• [ASSIGNMENT]
Your copy should repeat each record below exactly and contain no images.

• [DATA RECORDS]
•••••

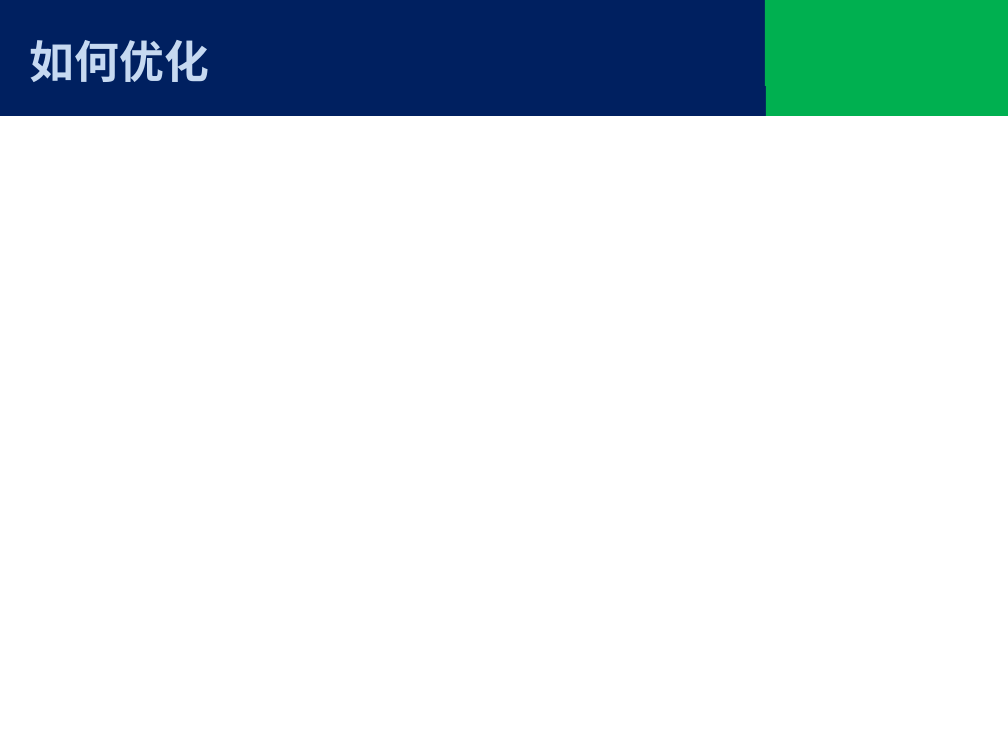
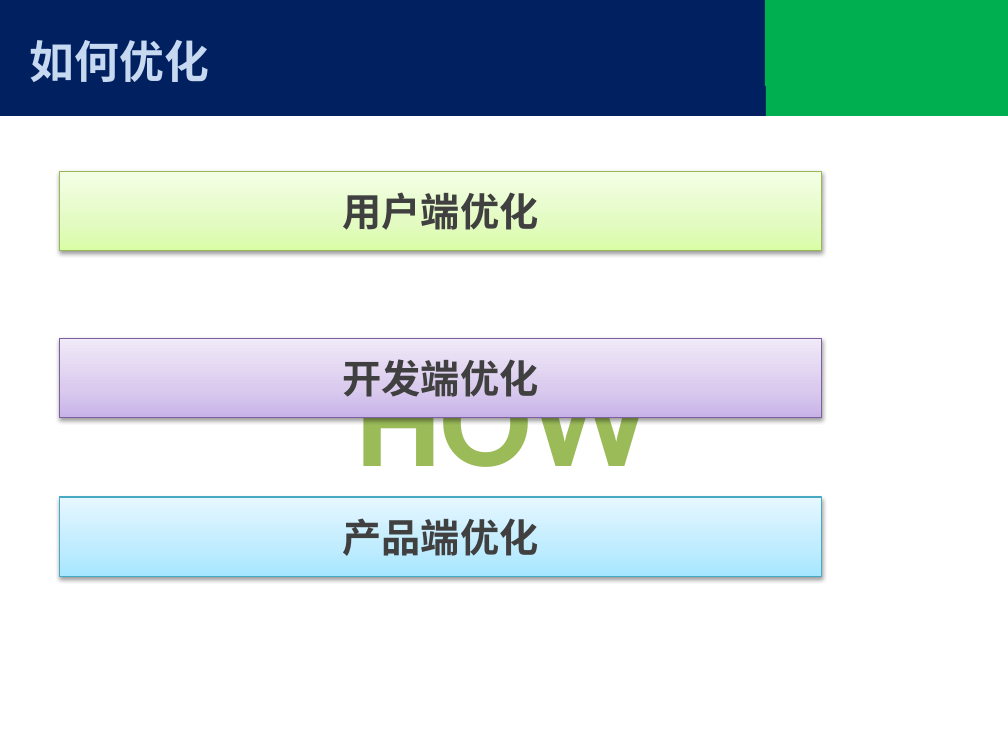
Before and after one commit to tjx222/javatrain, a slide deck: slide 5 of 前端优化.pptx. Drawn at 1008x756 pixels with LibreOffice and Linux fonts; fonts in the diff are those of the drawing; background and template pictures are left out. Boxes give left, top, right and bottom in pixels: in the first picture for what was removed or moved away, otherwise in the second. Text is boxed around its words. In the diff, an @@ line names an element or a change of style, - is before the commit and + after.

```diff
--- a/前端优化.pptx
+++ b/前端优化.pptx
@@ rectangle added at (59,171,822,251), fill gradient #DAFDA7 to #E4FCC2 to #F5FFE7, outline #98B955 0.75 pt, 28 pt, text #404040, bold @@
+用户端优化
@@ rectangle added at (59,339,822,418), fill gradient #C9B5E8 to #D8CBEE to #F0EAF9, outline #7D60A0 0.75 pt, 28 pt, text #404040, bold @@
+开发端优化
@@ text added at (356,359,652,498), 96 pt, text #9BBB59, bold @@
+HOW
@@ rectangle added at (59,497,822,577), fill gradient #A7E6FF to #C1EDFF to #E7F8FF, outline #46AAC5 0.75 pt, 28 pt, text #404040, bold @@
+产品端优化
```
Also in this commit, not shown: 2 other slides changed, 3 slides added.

•••••

• [TASK SOLUTION]
Before and after one commit to tjx222/javatrain, a slide deck: slide 5 of 前端优化.pptx. Drawn at 1008x756 pixels with LibreOffice and Linux fonts; fonts in the diff are those of the drawing; background and template pictures are left out. Boxes give left, top, right and bottom in pixels: in the first picture for what was removed or moved away, otherwise in the second. Text is boxed around its words. In the diff, an @@ line names an element or a change of style, - is before the commit and + after.

```diff
--- a/前端优化.pptx
+++ b/前端优化.pptx
@@ rectangle added at (59,171,822,251), fill gradient #DAFDA7 to #E4FCC2 to #F5FFE7, outline #98B955 0.75 pt, 28 pt, text #404040, bold @@
+用户端优化
@@ rectangle added at (59,339,822,418), fill gradient #C9B5E8 to #D8CBEE to #F0EAF9, outline #7D60A0 0.75 pt, 28 pt, text #404040, bold @@
+开发端优化
@@ text added at (356,359,652,498), 96 pt, text #9BBB59, bold @@
+HOW
@@ rectangle added at (59,497,822,577), fill gradient #A7E6FF to #C1EDFF to #E7F8FF, outline #46AAC5 0.75 pt, 28 pt, text #404040, bold @@
+产品端优化
```
Also in this commit, not shown: 2 other slides changed, 3 slides added.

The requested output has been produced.